That’ll do for now. Let’s get this ball rolling.
My wife, wonderful woman that she is, made tacos for lunch today. I’m a huge fan of tacos, not least because I can load them up with hot sauce and jalapeno peppers. In general, I like my food like I like my burlesque — as spicy as possible, and if somebody’s not sweating, then they’re not doing it right.
“The day there’s no hot sauce in my fridge is the day they pry the last nacho from my cold, dead fingers.”
So, I scampered off to the fridge to pick out some sauces. I keep a whole door shelf devoted to pepper sauces and mixes, with around thirty to choose from on any given day. You never know when a meal will come along that you want to kick up a few notches, so you have to stock up. The day there’s no hot sauce in my fridge is the day they pry the last nacho from my cold, dead fingers.
I like to mix and match a little with something like tacos, so I grabbed three bottles from my stash — the Walkerswood Scotch Bonnet™ (nice heat with some tang), Pickapeppa™ (almost no heat; sweet vinegar flavor), and Xtra Hot Ring of Fire™ (good habanero heat with smoke).
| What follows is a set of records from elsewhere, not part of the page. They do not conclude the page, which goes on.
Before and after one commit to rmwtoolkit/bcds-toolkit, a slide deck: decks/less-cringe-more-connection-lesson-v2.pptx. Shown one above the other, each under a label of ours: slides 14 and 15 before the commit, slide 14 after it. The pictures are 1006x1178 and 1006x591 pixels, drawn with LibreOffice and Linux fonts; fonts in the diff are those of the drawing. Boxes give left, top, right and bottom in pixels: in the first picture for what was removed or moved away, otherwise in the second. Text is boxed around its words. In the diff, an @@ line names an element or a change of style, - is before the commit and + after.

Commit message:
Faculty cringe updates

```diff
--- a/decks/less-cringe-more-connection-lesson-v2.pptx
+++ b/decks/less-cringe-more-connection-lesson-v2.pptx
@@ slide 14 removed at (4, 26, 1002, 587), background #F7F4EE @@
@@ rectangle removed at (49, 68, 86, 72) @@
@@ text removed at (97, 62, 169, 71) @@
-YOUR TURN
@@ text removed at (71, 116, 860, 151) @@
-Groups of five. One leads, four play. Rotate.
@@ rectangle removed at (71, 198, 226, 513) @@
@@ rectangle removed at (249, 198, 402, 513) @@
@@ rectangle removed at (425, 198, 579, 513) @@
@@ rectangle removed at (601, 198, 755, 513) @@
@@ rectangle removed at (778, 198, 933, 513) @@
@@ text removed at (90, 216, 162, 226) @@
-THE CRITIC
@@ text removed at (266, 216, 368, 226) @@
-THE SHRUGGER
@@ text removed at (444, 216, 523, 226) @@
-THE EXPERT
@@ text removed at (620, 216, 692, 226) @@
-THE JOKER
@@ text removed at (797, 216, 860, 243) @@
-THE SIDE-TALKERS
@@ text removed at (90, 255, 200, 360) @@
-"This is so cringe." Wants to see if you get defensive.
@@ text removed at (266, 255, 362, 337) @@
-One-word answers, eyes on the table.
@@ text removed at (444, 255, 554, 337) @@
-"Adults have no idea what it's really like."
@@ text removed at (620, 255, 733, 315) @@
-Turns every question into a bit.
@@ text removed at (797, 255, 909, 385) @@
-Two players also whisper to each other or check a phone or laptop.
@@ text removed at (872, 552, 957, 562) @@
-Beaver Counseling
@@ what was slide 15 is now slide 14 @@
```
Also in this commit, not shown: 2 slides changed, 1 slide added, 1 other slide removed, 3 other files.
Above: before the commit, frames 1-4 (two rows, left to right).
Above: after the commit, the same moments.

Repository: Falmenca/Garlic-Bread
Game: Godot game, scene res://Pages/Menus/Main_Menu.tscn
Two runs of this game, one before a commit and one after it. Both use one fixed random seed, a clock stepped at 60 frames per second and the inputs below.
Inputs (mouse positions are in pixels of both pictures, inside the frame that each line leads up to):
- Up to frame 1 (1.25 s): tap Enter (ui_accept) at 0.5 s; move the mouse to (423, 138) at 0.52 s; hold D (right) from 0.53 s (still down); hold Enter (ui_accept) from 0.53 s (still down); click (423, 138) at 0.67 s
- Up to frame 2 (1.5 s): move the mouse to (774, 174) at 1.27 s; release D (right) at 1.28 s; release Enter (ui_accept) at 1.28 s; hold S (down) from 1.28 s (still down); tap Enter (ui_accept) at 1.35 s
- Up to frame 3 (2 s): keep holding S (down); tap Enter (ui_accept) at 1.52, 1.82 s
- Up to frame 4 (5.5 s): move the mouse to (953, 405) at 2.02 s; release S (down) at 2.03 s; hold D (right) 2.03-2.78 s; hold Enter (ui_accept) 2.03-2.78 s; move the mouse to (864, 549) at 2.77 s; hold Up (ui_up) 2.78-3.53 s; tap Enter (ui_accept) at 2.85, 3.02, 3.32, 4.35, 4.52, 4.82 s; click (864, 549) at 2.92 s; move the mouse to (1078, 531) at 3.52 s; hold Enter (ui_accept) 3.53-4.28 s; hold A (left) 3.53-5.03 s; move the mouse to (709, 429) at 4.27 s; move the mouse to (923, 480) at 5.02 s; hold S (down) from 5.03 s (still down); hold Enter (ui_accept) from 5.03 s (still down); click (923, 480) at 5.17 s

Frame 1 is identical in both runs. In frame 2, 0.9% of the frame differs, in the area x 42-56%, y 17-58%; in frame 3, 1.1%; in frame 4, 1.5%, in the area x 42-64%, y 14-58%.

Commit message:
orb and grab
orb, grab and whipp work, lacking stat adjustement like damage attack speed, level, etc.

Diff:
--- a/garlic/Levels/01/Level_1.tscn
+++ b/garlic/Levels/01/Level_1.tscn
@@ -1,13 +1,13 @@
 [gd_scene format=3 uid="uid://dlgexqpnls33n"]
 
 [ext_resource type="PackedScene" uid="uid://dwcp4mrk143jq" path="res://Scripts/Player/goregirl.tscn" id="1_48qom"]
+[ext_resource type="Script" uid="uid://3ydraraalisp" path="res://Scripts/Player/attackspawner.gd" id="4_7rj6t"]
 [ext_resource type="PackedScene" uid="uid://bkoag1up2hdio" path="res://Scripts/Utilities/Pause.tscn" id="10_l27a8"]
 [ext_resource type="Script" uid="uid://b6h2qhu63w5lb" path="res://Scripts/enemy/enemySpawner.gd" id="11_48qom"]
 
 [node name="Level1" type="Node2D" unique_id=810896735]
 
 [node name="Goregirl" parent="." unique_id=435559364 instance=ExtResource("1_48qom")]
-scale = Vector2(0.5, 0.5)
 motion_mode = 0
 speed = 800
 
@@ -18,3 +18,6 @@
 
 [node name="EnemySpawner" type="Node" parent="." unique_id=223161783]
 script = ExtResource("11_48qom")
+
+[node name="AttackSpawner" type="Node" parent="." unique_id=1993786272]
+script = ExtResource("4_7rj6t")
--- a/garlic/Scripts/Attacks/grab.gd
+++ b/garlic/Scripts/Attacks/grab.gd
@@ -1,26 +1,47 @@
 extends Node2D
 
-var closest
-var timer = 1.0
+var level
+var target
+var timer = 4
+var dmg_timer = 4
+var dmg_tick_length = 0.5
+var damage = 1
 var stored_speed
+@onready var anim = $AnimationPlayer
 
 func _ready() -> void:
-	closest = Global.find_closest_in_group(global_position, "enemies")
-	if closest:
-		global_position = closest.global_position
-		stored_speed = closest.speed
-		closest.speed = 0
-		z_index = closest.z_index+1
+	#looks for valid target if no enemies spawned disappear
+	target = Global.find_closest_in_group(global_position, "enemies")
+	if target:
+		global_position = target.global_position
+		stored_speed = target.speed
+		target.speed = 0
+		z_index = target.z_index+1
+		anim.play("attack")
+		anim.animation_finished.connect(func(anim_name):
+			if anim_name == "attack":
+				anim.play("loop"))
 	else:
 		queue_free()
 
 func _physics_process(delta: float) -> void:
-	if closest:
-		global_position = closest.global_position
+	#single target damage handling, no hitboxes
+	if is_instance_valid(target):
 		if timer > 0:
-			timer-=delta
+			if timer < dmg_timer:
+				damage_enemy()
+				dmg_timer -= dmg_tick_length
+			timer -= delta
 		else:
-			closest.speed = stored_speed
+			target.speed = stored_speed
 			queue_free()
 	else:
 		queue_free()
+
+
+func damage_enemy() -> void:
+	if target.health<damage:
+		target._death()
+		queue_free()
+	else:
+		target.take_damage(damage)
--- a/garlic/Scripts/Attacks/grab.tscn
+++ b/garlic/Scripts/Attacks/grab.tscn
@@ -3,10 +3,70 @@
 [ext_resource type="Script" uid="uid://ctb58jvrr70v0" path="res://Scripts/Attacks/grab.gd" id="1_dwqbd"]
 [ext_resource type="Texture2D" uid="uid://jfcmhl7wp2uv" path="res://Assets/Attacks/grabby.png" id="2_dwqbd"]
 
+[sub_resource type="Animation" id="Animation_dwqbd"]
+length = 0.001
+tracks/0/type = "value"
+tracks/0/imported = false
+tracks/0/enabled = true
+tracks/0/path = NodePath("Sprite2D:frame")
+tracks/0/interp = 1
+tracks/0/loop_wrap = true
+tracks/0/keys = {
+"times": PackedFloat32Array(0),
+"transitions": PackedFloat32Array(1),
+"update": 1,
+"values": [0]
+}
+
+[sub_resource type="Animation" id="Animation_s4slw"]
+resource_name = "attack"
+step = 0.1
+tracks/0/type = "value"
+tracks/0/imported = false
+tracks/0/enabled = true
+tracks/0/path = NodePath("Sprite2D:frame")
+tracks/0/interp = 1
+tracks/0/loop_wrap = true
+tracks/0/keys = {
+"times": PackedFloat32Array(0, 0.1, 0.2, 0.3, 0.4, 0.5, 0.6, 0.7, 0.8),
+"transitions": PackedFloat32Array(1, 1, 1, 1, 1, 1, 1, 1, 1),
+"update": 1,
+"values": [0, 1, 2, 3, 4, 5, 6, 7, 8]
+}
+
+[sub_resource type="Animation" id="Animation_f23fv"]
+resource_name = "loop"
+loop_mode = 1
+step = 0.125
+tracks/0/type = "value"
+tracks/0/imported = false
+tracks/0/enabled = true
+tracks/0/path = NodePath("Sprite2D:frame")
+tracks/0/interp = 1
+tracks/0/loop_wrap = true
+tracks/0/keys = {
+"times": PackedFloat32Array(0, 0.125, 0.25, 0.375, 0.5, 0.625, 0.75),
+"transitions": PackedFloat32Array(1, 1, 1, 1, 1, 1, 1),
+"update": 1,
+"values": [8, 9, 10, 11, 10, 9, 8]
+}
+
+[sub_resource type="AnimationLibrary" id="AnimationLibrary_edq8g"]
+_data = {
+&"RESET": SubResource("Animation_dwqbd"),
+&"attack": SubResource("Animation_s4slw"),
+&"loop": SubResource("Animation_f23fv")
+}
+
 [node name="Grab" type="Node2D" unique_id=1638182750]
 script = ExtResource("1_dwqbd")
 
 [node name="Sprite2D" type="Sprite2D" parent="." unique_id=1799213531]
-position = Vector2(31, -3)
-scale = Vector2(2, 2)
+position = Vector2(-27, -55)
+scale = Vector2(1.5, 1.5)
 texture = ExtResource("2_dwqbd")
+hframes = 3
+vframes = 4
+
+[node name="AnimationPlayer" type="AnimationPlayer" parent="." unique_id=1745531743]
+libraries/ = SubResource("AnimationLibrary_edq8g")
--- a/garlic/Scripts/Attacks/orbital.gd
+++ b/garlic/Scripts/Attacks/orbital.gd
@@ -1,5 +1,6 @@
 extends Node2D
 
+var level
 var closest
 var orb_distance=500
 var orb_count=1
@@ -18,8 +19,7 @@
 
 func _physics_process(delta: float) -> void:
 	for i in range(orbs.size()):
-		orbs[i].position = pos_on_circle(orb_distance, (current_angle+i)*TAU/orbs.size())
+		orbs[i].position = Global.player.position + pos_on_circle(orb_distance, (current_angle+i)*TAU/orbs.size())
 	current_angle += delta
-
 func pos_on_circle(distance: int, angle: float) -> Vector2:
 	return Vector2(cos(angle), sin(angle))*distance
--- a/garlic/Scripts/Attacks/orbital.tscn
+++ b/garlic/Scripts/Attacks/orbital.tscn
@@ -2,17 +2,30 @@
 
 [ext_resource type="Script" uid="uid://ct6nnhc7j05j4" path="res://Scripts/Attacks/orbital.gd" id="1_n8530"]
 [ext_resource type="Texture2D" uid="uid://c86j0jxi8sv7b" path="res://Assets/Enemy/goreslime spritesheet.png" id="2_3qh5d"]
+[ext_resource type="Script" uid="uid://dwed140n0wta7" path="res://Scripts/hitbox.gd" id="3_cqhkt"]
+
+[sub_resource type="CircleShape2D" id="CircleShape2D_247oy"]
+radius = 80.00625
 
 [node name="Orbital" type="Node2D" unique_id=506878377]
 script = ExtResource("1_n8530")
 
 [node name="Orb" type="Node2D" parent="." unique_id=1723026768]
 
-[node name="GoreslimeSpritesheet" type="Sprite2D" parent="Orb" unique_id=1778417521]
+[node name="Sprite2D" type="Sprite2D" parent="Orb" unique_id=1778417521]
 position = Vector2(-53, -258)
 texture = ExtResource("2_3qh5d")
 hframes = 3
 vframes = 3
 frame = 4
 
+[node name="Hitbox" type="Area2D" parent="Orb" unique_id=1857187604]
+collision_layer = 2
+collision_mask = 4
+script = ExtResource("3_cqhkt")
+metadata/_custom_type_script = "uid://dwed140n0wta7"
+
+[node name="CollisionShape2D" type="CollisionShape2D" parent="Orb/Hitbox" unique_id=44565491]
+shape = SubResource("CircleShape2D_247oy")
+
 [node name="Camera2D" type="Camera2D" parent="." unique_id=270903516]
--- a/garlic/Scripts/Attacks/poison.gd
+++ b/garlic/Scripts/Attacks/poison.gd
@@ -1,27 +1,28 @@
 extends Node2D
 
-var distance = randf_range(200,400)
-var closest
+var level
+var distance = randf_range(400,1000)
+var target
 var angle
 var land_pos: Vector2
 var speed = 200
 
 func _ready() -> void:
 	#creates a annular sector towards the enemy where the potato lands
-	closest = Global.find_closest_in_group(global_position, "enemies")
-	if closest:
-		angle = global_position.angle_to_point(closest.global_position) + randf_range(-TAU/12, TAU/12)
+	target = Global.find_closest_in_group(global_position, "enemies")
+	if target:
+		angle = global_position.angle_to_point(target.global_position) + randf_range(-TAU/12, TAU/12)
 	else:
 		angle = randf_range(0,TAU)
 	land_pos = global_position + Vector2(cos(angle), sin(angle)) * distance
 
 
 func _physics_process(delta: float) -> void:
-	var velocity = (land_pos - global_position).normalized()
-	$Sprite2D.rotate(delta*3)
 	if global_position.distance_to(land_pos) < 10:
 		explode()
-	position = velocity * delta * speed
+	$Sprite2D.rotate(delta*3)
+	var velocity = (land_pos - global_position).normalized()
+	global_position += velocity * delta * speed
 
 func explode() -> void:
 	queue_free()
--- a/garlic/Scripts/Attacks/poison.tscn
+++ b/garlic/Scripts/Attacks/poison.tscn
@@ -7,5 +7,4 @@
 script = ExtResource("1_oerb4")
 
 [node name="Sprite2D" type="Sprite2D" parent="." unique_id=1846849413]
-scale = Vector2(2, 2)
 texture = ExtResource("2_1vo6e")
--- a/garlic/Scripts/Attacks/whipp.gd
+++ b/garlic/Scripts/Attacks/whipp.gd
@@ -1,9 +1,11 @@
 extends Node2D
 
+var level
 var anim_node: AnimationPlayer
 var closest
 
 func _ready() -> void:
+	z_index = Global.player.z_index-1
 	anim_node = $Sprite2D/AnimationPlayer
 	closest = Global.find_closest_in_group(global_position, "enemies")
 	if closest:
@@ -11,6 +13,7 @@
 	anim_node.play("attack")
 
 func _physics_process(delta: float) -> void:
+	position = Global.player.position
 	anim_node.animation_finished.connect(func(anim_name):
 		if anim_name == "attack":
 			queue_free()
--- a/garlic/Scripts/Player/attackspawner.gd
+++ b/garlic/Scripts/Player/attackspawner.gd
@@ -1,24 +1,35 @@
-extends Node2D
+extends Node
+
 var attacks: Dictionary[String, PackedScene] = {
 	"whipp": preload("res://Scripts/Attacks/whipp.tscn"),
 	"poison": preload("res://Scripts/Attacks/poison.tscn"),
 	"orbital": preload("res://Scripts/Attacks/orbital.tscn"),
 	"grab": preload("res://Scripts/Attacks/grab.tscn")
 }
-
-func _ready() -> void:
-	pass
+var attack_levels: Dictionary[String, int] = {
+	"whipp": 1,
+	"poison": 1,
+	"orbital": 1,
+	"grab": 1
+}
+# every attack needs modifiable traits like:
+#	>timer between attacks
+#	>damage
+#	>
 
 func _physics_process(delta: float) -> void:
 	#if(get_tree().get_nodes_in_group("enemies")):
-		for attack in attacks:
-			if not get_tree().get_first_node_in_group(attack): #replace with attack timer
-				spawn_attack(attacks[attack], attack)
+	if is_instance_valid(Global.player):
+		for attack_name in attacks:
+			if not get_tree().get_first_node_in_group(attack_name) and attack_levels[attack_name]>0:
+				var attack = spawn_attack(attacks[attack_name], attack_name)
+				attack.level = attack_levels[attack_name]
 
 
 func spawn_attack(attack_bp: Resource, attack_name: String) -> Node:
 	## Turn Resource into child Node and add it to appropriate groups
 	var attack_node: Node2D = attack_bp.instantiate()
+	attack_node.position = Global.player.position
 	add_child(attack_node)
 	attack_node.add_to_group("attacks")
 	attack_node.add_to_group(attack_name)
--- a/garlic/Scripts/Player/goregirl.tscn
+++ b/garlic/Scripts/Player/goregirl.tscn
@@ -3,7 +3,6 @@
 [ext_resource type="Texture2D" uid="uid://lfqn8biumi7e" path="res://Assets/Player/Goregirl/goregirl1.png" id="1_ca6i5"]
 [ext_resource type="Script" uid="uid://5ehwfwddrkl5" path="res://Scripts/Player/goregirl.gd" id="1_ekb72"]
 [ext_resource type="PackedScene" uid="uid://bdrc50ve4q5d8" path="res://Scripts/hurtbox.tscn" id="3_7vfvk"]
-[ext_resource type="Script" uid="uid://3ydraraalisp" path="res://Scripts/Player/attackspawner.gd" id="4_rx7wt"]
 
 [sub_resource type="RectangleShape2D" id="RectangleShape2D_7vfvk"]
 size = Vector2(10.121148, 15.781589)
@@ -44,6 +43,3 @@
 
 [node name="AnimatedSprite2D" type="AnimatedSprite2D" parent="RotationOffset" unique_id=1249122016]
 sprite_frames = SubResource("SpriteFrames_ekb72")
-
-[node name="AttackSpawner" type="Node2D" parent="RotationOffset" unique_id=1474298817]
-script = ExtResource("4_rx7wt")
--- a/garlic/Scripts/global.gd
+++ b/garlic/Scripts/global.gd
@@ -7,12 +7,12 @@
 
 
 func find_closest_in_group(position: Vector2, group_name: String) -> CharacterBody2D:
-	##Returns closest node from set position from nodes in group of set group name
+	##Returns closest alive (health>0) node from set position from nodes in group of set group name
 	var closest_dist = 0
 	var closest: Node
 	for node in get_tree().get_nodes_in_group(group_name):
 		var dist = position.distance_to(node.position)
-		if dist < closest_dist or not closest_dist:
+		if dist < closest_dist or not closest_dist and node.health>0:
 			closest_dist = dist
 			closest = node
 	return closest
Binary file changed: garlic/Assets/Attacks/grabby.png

I assembled two tacos, and prepared to sprinkle on hte bottled goodness. Hot sauces in these slender little bottles have a tendency to settle, so it’s a good idea to mix them before using. I gave the Walkerswood a good shake, up-and-down, and drizzled it on.
Then I gave the Pickapeppa a good shake, up-and-down, and poured it on, too.
Finally, I gave the Ring of Fire a good SHAKE, up-and…
The next sound I heard was a wet, sloppy *ger-bloop*. I remembered then that I’d dropped that bottle a while back, and while the bottle was unharmed, the lid had broken in half. I left it resting on top of the bottle, more for looks than anything else. These rather important details came back to me as I watched the lid skitter across the counter, and sank home when I heard various sickening *splat*s on the floor, stove, counter, cabinets, and the plate I was using.
Of course, none of the sauce actually hit the tacos. That would be too easy.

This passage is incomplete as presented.